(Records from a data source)
----
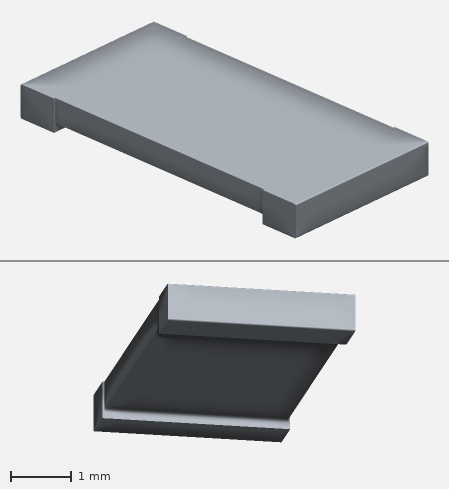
import cadquery as cq

LENGTH = 6.35
WIDTH = 3.18
HEIGHT = 0.64

TERMINAL_LENGTH = 0.77
END_EDGE_RADIUS = 0.025

STRIP_SIDE_INSET = 0.03
STRIP_THICKNESS = 0.47
STRIP_LENGTH = LENGTH - 2 * TERMINAL_LENGTH
STRIP_WIDTH = WIDTH - 2 * STRIP_SIDE_INSET
STRIP_BOTTOM = HEIGHT - STRIP_THICKNESS

CORNER_RADIUS = 0.05


def make_strip():
    """Flat strip whose ends butt against the terminals."""
    return (
        cq.Workplane("XY")
        .workplane(offset=STRIP_BOTTOM)
        .box(STRIP_LENGTH, STRIP_WIDTH, STRIP_THICKNESS, centered=(True, True, False))
        .union(make_corner_fillet(-1))
        .union(make_corner_fillet(1))
    )


def make_corner_fillet(side):
    """Concave fillet below one end of the strip; side is -1 or +1 along X."""
    end_x = side * STRIP_LENGTH / 2
    inner_x = end_x - side * CORNER_RADIUS
    arc_offset = CORNER_RADIUS * (1 - 0.5**0.5)
    return (
        cq.Workplane("XZ")
        .moveTo(end_x, STRIP_BOTTOM)
        .lineTo(inner_x, STRIP_BOTTOM)
        .threePointArc(
            (end_x - side * arc_offset, STRIP_BOTTOM - arc_offset),
            (end_x, STRIP_BOTTOM - CORNER_RADIUS),
        )
        .close()
        .extrude(STRIP_WIDTH / 2, both=True)
    )


def make_terminal(side):
    """End block with its outer top and bottom edges rounded; side is -1 or +1 along X."""
    outer_face = "<X" if side < 0 else ">X"
    center_x = side * (LENGTH - TERMINAL_LENGTH) / 2
    return (
        cq.Workplane("XY")
        .center(center_x, 0)
        .box(TERMINAL_LENGTH, WIDTH, HEIGHT, centered=(True, True, False))
        .faces(outer_face)
        .edges("|Y")
        .fillet(END_EDGE_RADIUS)
    )


strip = make_strip()
terminals = [make_terminal(side) for side in (-1, 1)]
result = cq.Compound.makeCompound([strip.val(), *[terminal.val() for terminal in terminals]])
----
• _Work to be completed_
Please set down each entry word for word, without its images.

• _Your solution_
import cadquery as cq

LENGTH = 6.35
WIDTH = 3.18
HEIGHT = 0.64

TERMINAL_LENGTH = 0.77
END_EDGE_RADIUS = 0.025

STRIP_SIDE_INSET = 0.03
STRIP_THICKNESS = 0.47
STRIP_LENGTH = LENGTH - 2 * TERMINAL_LENGTH
STRIP_WIDTH = WIDTH - 2 * STRIP_SIDE_INSET
STRIP_BOTTOM = HEIGHT - STRIP_THICKNESS

CORNER_RADIUS = 0.05


def make_strip():
    """Flat strip whose ends butt against the terminals."""
    return (
        cq.Workplane("XY")
        .workplane(offset=STRIP_BOTTOM)
        .box(STRIP_LENGTH, STRIP_WIDTH, STRIP_THICKNESS, centered=(True, True, False))
        .union(make_corner_fillet(-1))
        .union(make_corner_fillet(1))
    )


def make_corner_fillet(side):
    """Concave fillet below one end of the strip; side is -1 or +1 along X."""
    end_x = side * STRIP_LENGTH / 2
    inner_x = end_x - side * CORNER_RADIUS
    arc_offset = CORNER_RADIUS * (1 - 0.5**0.5)
    return (
        cq.Workplane("XZ")
        .moveTo(end_x, STRIP_BOTTOM)
        .lineTo(inner_x, STRIP_BOTTOM)
        .threePointArc(
            (end_x - side * arc_offset, STRIP_BOTTOM - arc_offset),
            (end_x, STRIP_BOTTOM - CORNER_RADIUS),
        )
        .close()
        .extrude(STRIP_WIDTH / 2, both=True)
    )


def make_terminal(side):
    """End block with its outer top and bottom edges rounded; side is -1 or +1 along X."""
    outer_face = "<X" if side < 0 else ">X"
    center_x = side * (LENGTH - TERMINAL_LENGTH) / 2
    return (
        cq.Workplane("XY")
        .center(center_x, 0)
        .box(TERMINAL_LENGTH, WIDTH, HEIGHT, centered=(True, True, False))
        .faces(outer_face)
        .edges("|Y")
        .fillet(END_EDGE_RADIUS)
    )


strip = make_strip()
terminals = [make_terminal(side) for side in (-1, 1)]
result = cq.Compound.makeCompound([strip.val(), *[terminal.val() for terminal in terminals]])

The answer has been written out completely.